INPUT:
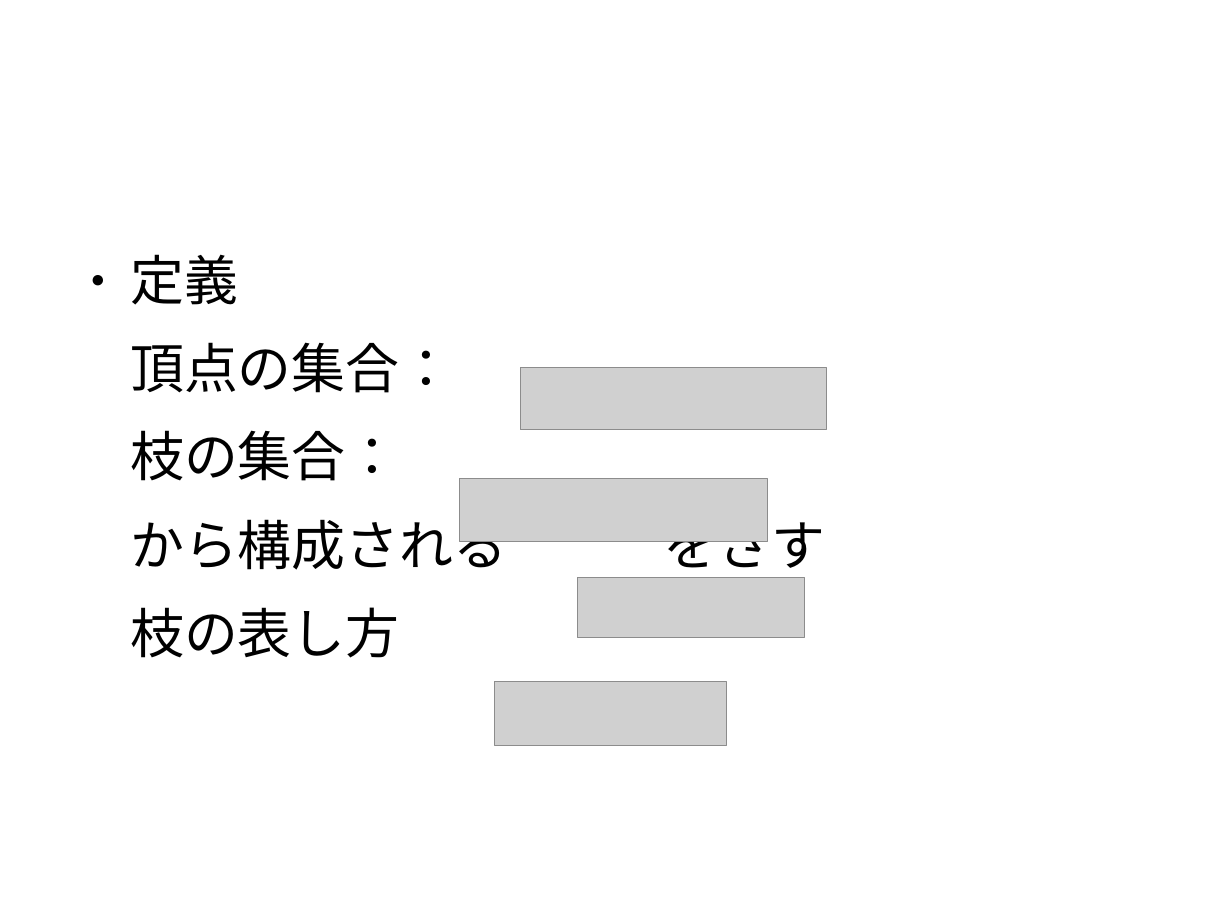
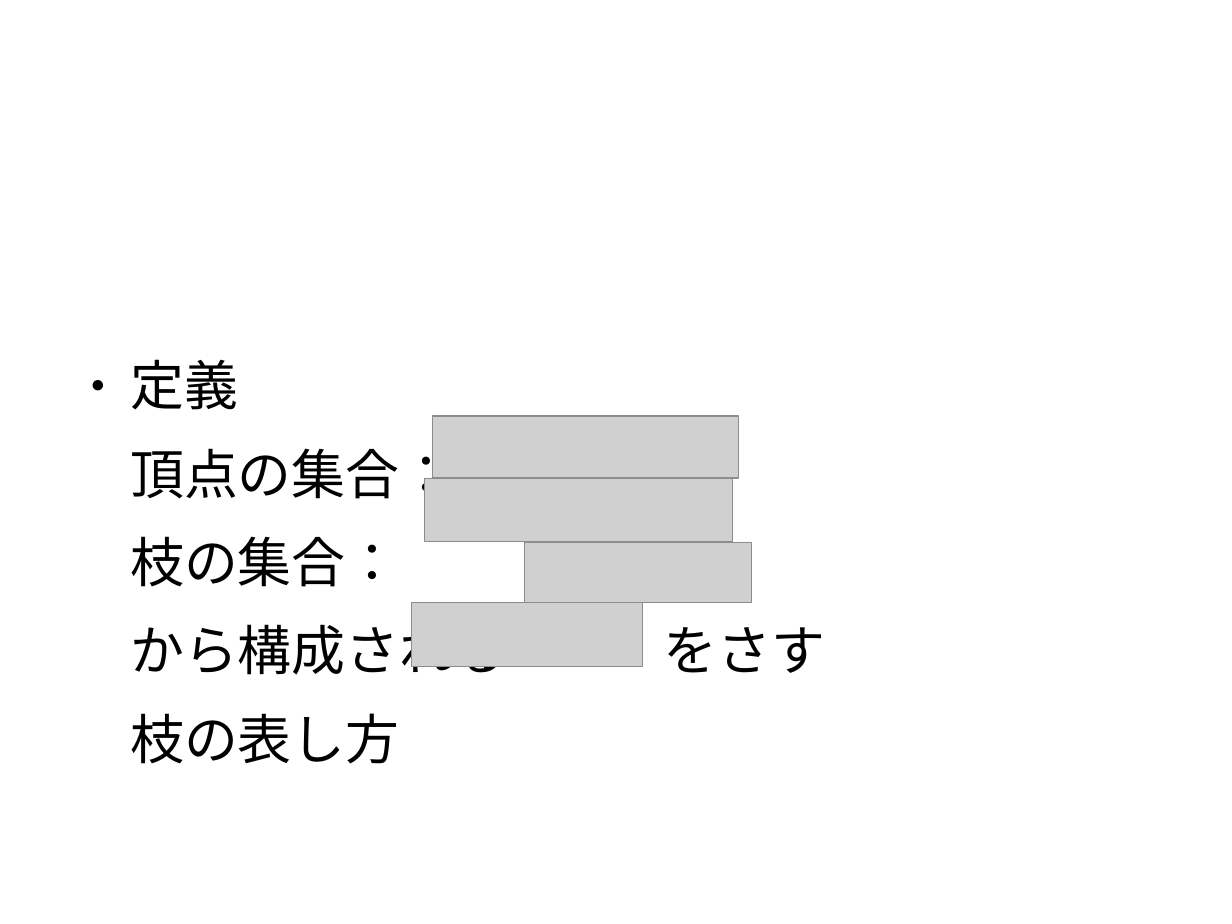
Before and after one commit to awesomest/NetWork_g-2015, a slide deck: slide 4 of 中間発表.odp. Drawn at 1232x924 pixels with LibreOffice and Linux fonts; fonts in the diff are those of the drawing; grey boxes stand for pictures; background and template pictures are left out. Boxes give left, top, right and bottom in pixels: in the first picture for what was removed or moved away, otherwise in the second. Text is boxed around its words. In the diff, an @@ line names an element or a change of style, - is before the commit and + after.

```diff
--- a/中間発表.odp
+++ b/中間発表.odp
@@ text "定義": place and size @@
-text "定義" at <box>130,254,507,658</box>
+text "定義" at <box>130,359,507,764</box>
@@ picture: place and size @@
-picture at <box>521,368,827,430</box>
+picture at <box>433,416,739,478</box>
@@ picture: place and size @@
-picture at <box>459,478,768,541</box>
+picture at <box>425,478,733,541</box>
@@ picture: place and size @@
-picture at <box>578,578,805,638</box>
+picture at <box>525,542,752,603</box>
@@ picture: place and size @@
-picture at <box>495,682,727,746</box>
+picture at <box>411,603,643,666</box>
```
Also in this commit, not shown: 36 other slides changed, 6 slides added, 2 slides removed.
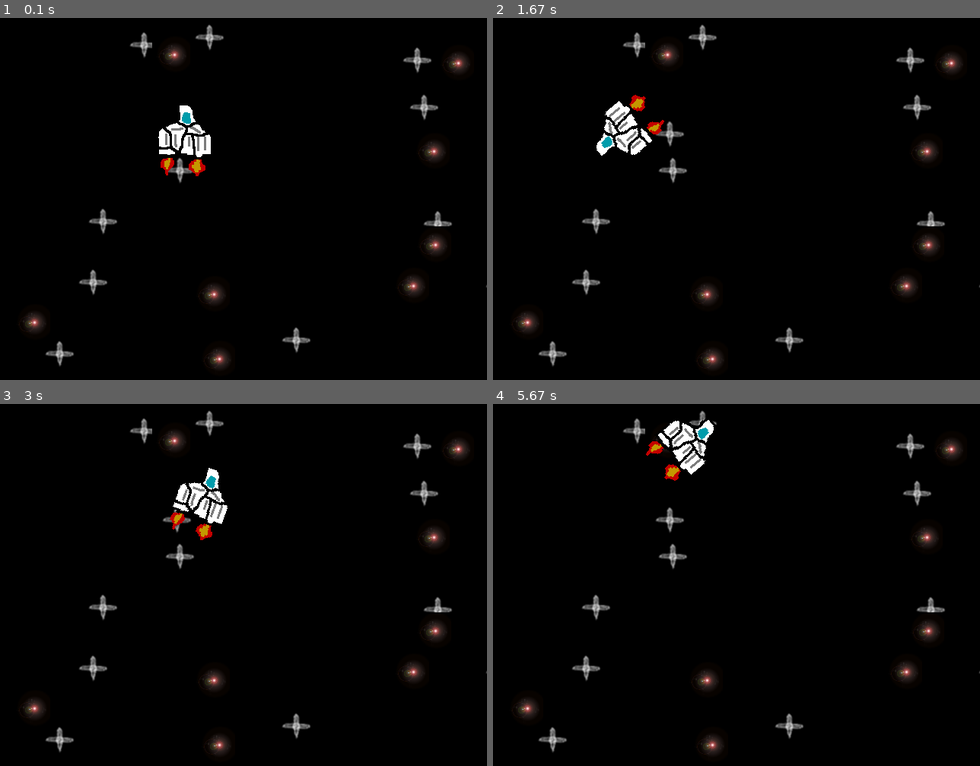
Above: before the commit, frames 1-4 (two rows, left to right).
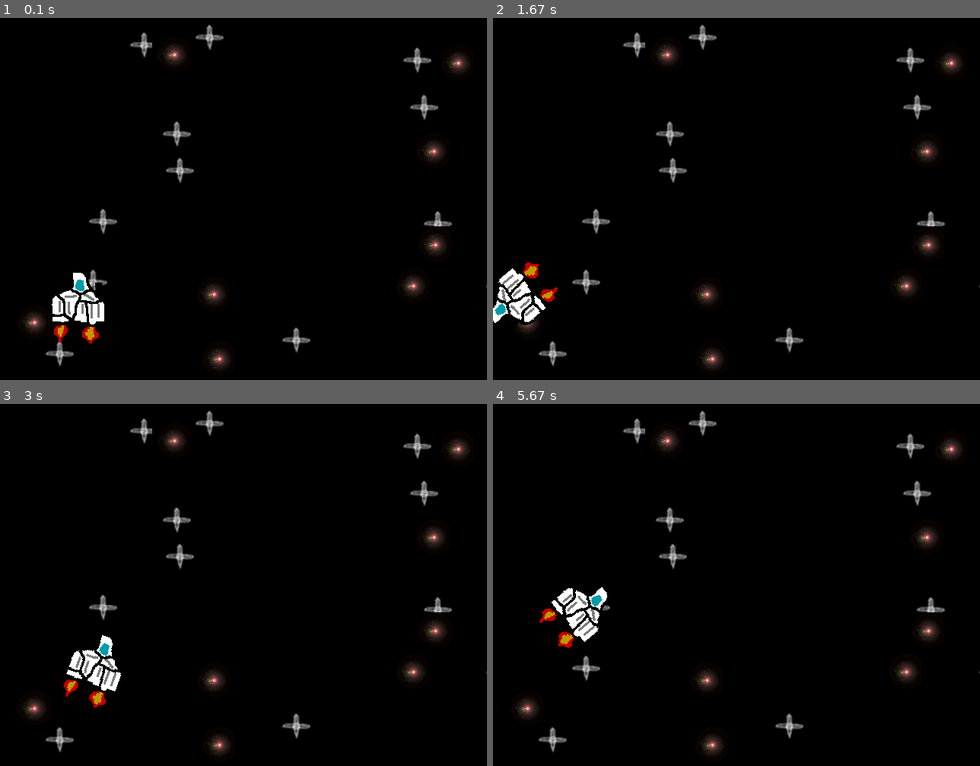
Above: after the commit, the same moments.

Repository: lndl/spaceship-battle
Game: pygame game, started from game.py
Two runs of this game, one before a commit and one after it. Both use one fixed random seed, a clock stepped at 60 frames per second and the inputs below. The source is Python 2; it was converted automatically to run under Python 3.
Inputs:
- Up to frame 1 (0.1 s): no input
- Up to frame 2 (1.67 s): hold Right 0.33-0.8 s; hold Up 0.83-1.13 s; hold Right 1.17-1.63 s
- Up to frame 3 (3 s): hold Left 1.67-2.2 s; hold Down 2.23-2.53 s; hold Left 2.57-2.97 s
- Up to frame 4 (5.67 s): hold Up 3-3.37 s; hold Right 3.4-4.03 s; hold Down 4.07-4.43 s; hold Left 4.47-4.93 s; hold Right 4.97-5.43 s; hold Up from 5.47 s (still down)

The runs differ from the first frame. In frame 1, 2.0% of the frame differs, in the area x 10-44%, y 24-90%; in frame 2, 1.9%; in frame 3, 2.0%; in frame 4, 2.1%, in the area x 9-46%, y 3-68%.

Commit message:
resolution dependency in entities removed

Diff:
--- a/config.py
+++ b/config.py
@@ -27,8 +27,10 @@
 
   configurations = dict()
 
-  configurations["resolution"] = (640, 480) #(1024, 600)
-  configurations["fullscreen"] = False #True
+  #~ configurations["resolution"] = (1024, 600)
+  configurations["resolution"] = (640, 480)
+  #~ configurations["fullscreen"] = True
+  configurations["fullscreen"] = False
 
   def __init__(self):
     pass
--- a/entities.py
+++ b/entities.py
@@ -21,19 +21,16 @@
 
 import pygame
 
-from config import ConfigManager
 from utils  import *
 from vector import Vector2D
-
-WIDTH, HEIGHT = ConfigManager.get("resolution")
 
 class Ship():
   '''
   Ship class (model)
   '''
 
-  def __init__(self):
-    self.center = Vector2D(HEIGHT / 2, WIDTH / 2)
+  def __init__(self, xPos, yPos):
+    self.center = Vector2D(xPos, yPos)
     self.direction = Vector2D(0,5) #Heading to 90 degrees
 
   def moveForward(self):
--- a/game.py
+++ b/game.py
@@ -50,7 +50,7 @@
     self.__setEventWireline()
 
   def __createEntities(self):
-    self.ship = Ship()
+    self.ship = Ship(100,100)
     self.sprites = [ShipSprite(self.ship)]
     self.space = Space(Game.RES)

EXERCISE BRIEF: Copy the listing verbatim, omitting images.

OUTPUT:
Before and after one commit to awesomest/NetWork_g-2015, a slide deck: slide 4 of 中間発表.odp. Drawn at 1232x924 pixels with LibreOffice and Linux fonts; fonts in the diff are those of the drawing; grey boxes stand for pictures; background and template pictures are left out. Boxes give left, top, right and bottom in pixels: in the first picture for what was removed or moved away, otherwise in the second. Text is boxed around its words. In the diff, an @@ line names an element or a change of style, - is before the commit and + after.

```diff
--- a/中間発表.odp
+++ b/中間発表.odp
@@ text "定義": place and size @@
-text "定義" at <box>130,254,507,658</box>
+text "定義" at <box>130,359,507,764</box>
@@ picture: place and size @@
-picture at <box>521,368,827,430</box>
+picture at <box>433,416,739,478</box>
@@ picture: place and size @@
-picture at <box>459,478,768,541</box>
+picture at <box>425,478,733,541</box>
@@ picture: place and size @@
-picture at <box>578,578,805,638</box>
+picture at <box>525,542,752,603</box>
@@ picture: place and size @@
-picture at <box>495,682,727,746</box>
+picture at <box>411,603,643,666</box>
```
Also in this commit, not shown: 36 other slides changed, 6 slides added, 2 slides removed.
Above: before the commit, frames 1-4 (two rows, left to right).
Above: after the commit, the same moments.

Repository: lndl/spaceship-battle
Game: pygame game, started from game.py
Two runs of this game, one before a commit and one after it. Both use one fixed random seed, a clock stepped at 60 frames per second and the inputs below. The source is Python 2; it was converted automatically to run under Python 3.
Inputs:
- Up to frame 1 (0.1 s): no input
- Up to frame 2 (1.67 s): hold Right 0.33-0.8 s; hold Up 0.83-1.13 s; hold Right 1.17-1.63 s
- Up to frame 3 (3 s): hold Left 1.67-2.2 s; hold Down 2.23-2.53 s; hold Left 2.57-2.97 s
- Up to frame 4 (5.67 s): hold Up 3-3.37 s; hold Right 3.4-4.03 s; hold Down 4.07-4.43 s; hold Left 4.47-4.93 s; hold Right 4.97-5.43 s; hold Up from 5.47 s (still down)

The runs differ from the first frame. In frame 1, 2.0% of the frame differs, in the area x 10-44%, y 24-90%; in frame 2, 1.9%; in frame 3, 2.0%; in frame 4, 2.1%, in the area x 9-46%, y 3-68%.

Commit message:
resolution dependency in entities removed

Diff:
--- a/config.py
+++ b/config.py
@@ -27,8 +27,10 @@
 
   configurations = dict()
 
-  configurations["resolution"] = (640, 480) #(1024, 600)
-  configurations["fullscreen"] = False #True
+  #~ configurations["resolution"] = (1024, 600)
+  configurations["resolution"] = (640, 480)
+  #~ configurations["fullscreen"] = True
+  configurations["fullscreen"] = False
 
   def __init__(self):
     pass
--- a/entities.py
+++ b/entities.py
@@ -21,19 +21,16 @@
 
 import pygame
 
-from config import ConfigManager
 from utils  import *
 from vector import Vector2D
-
-WIDTH, HEIGHT = ConfigManager.get("resolution")
 
 class Ship():
   '''
   Ship class (model)
   '''
 
-  def __init__(self):
-    self.center = Vector2D(HEIGHT / 2, WIDTH / 2)
+  def __init__(self, xPos, yPos):
+    self.center = Vector2D(xPos, yPos)
     self.direction = Vector2D(0,5) #Heading to 90 degrees
 
   def moveForward(self):
--- a/game.py
+++ b/game.py
@@ -50,7 +50,7 @@
     self.__setEventWireline()
 
   def __createEntities(self):
-    self.ship = Ship()
+    self.ship = Ship(100,100)
     self.sprites = [ShipSprite(self.ship)]
     self.space = Space(Game.RES)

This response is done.